My modus operandi was that I could stop anywhere I wanted on the trips and I did, liberally. When I got back to the studio I was still infected with this idea of the panorama and the Muybridge effect—just stopping the motion of the drive. So I decided I was just going to start a bunch of the landscape panels all at once. But then I also had these extra paintings I’d done of the roadhouses lying around, so I started slipping them in, and once I did that it activated the constructed landscape, triggering that element of stoppage or continuation. The paintings started to read like a sort of harmonica because they play with time. Even viewing them from a distance, your focus can really only be on one, maybe two panels at the same time. That sort of back-and-forth play of them really attracted me subliminally.
How so?
I’m interested in how they will serialize into something that resonates and holds a kind of attention, even though it’s playing with the idea of time and motion. And it’s sort of expanded and opened up. It becomes a metaphor for life: one thing after another, one foot in front of the other, one day at a time. All of these vernacular phrases point in a similar direction and I’m attracted to that because I like playing with the familiar, while throwing it just a little out of balance so that it has to be reconnoitered.
Kind of like how you’ve described your landscapes in the past as a “liminal space?”
In this set of work I think about that as the threshold between driving and staring at the road while also looking laterally. It’s that phrase “the sidelong glance” that’s always been interesting to me. Looking one way and picturing another, which is a sort of cerebral construct.
In the middle of these paintings I read Oliver Sacks’s book Hallucinations. It was really interesting to hear him speak about the pervasive aspect of hallucination in human species that happens way more often than you think. It isn’t always drug-related and he was positing that it’s kind of a feedback-loop in the brain with one of the most common hallucinations being the standing pattern. When I read that I just thought, “Bingo, I got standing patterns.” It felt like a sort of validation for me.

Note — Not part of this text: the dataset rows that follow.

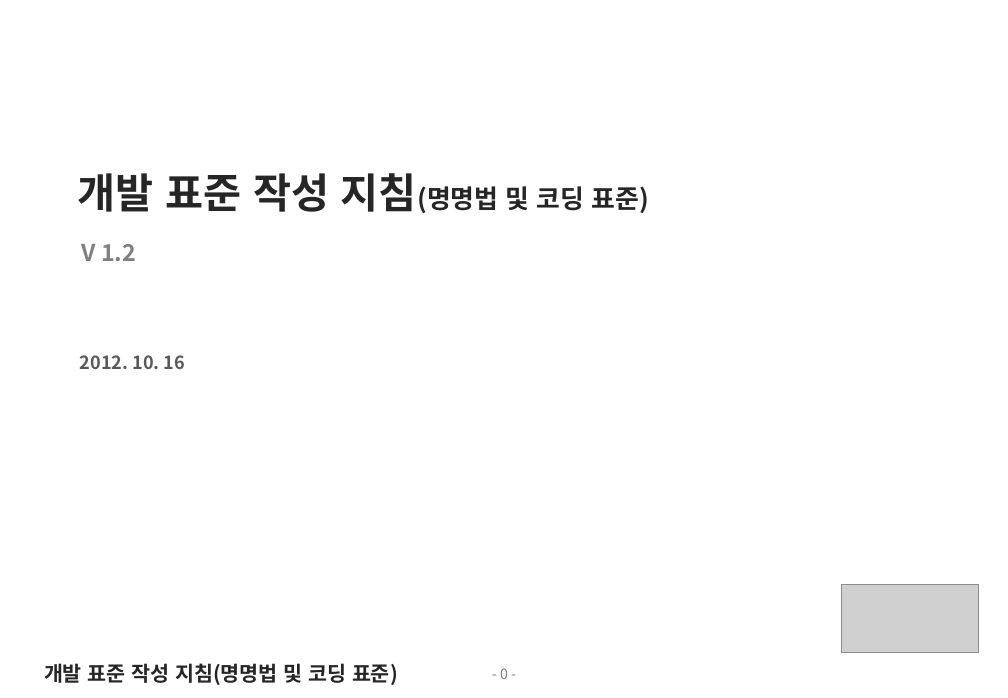
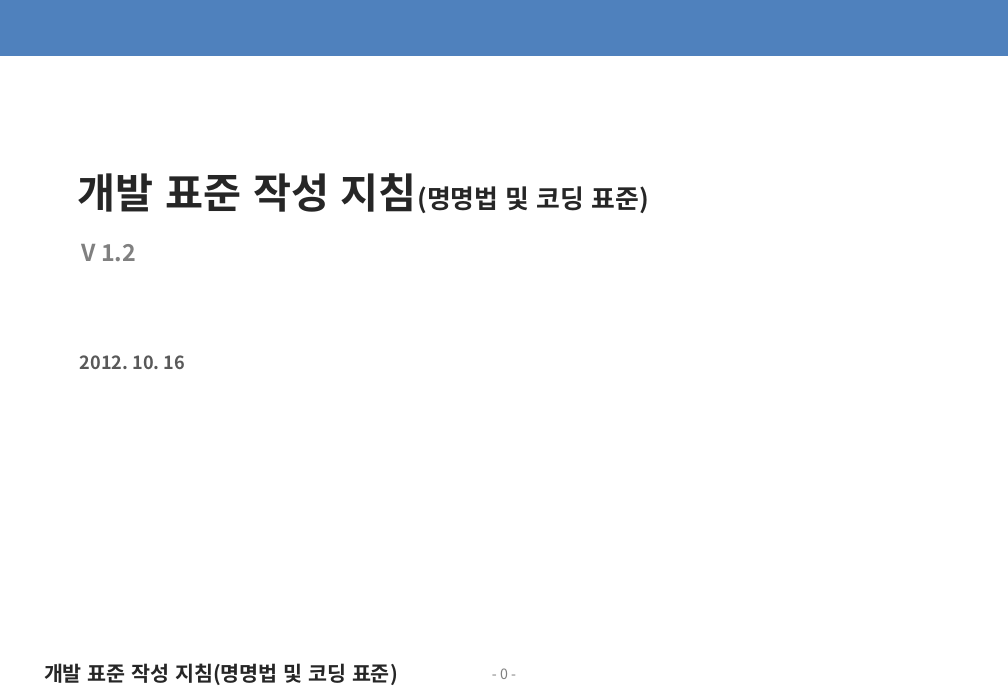
Before and after one commit to kwbaek/codelabor, a slide deck: slide 1 of documentation/0 architecture/develop/standards/개발 표준 작성 지침(명명법 및 코딩 표준) v1.2.pptx. Drawn at 1008x698 pixels with LibreOffice and Linux fonts; fonts in the diff are those of the drawing; grey boxes stand for pictures. Boxes give left, top, right and bottom in pixels: in the first picture for what was removed or moved away, otherwise in the second. Text is boxed around its words. In the diff, an @@ line names an element or a change of style, - is before the commit and + after.

```diff
--- a/documentation/0 architecture/develop/standards/개발 표준 작성 지침(명명법 및 코딩 표준) v1.2.pptx
+++ b/documentation/0 architecture/develop/standards/개발 표준 작성 지침(명명법 및 코딩 표준) v1.2.pptx
@@ rectangle added at box(0, 0, 1008, 56), fill #4F81BD @@
@@ picture removed at box(842, 585, 979, 652) @@
```
Also in this commit, not shown: 11 other slides changed.

That makes me think of how often humans replicate patterns we see in nature.
It’s the story of painting all the way back to blowing paint on the wall of a cave. Which is another kind of stoppage in a way. In that, “O.K. the bison are running that way and we like it because we can hunt them, so we’re deifying them, we’re going to put them on a wall and fix them so that we can come back to them and remember.”
It’s funny to think how that base artistic impulse remains to this day.

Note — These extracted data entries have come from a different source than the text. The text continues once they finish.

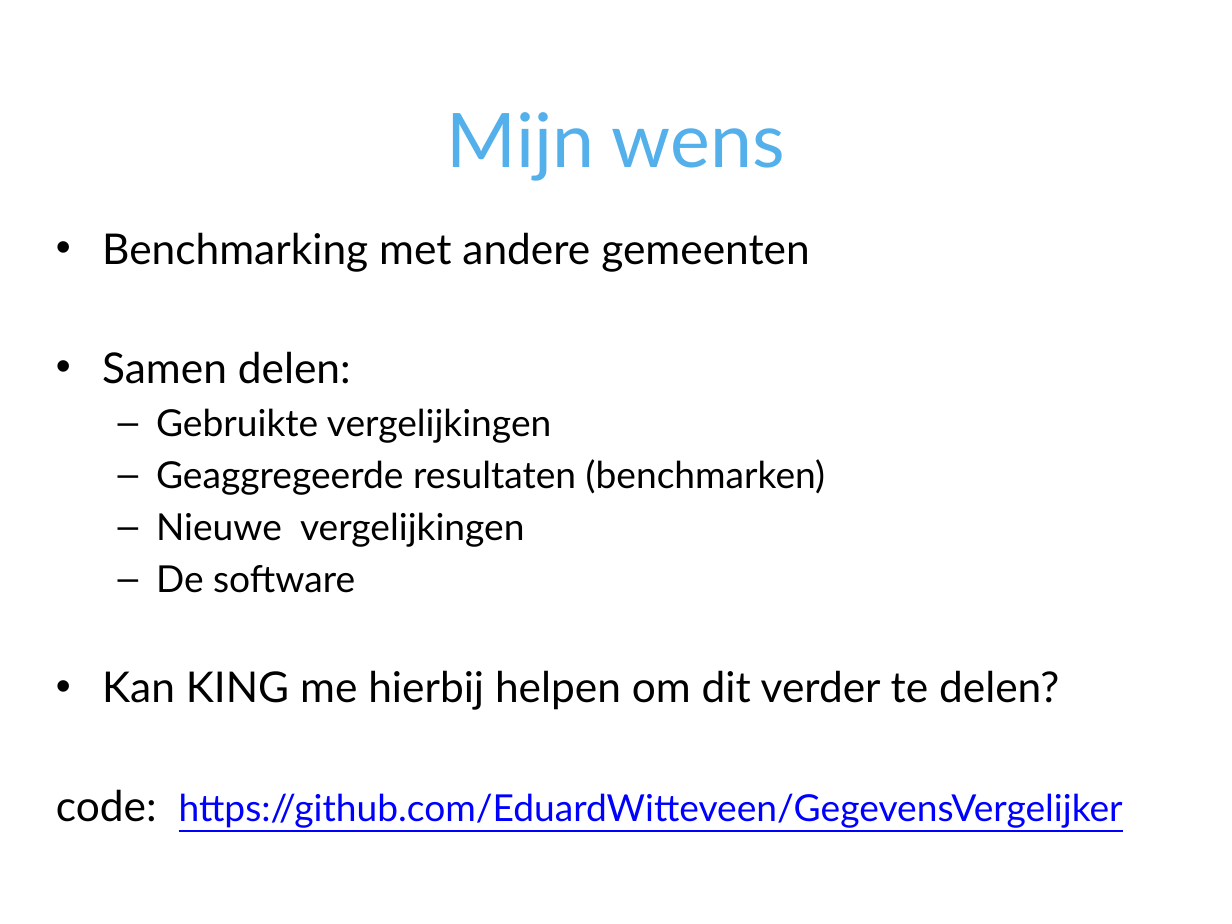
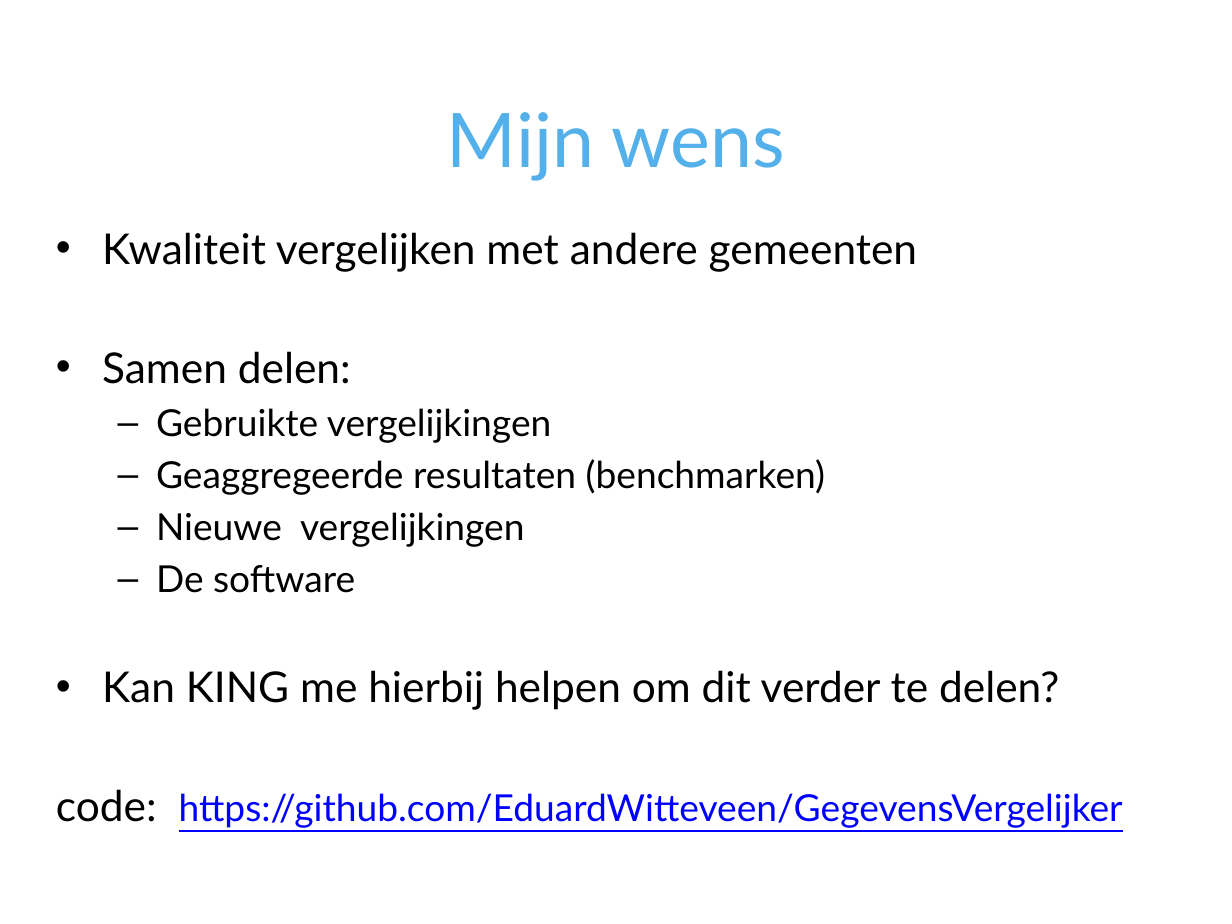
Before and after one commit to VNG-Realisatie/i-Spiegel, a slide deck: slide 10 of doc/GegevensVergelijker.pptx. Drawn at 1232x924 pixels with LibreOffice and Linux fonts; fonts in the diff are those of the drawing; background and template pictures are left out. Boxes give left, top, right and bottom in pixels: in the first picture for what was removed or moved away, otherwise in the second. Text is boxed around its words. In the diff, an @@ line names an element or a change of style, - is before the commit and + after.

```diff
--- a/doc/GegevensVergelijker.pptx
+++ b/doc/GegevensVergelijker.pptx
@@ text at [102, 232, 918, 272]: text changed @@
-• Benchmarking met andere gemeenten
+• Kwaliteit vergelijken met andere gemeenten
```
Also in this commit, not shown: 2 other slides changed, 1 other file.

Our technology has changed. So that’s what is interesting to watch and what’s interesting to me about the car as almost a filmic apparatus. Driving down the road can feel like a great movie if you’re not destination-driven. This whole idea of “in between” kind of opens up this huge chasm, like a reversal of Ockham’s Razor.
It seems like that sort of thinking could become existentially overwhelming, but in a way I could see how it would also put you at ease?
I think that’s part of my, I want to say “drive,” in this work. It’s presented itself as this open road that in some ways is wanting to be stopped but also has this two-lane blacktop highway, which is just continually going off into the distance and is why these images have a drive for me in how they’re organized and what they do, and how they work.
I could think of worse things to be preoccupied with.
You know sometimes you don’t have a choice and you feel really out on the gangplank waiting to be sawn off. The studio has been part of me for fifty years. I call it being “occupationally disabled.”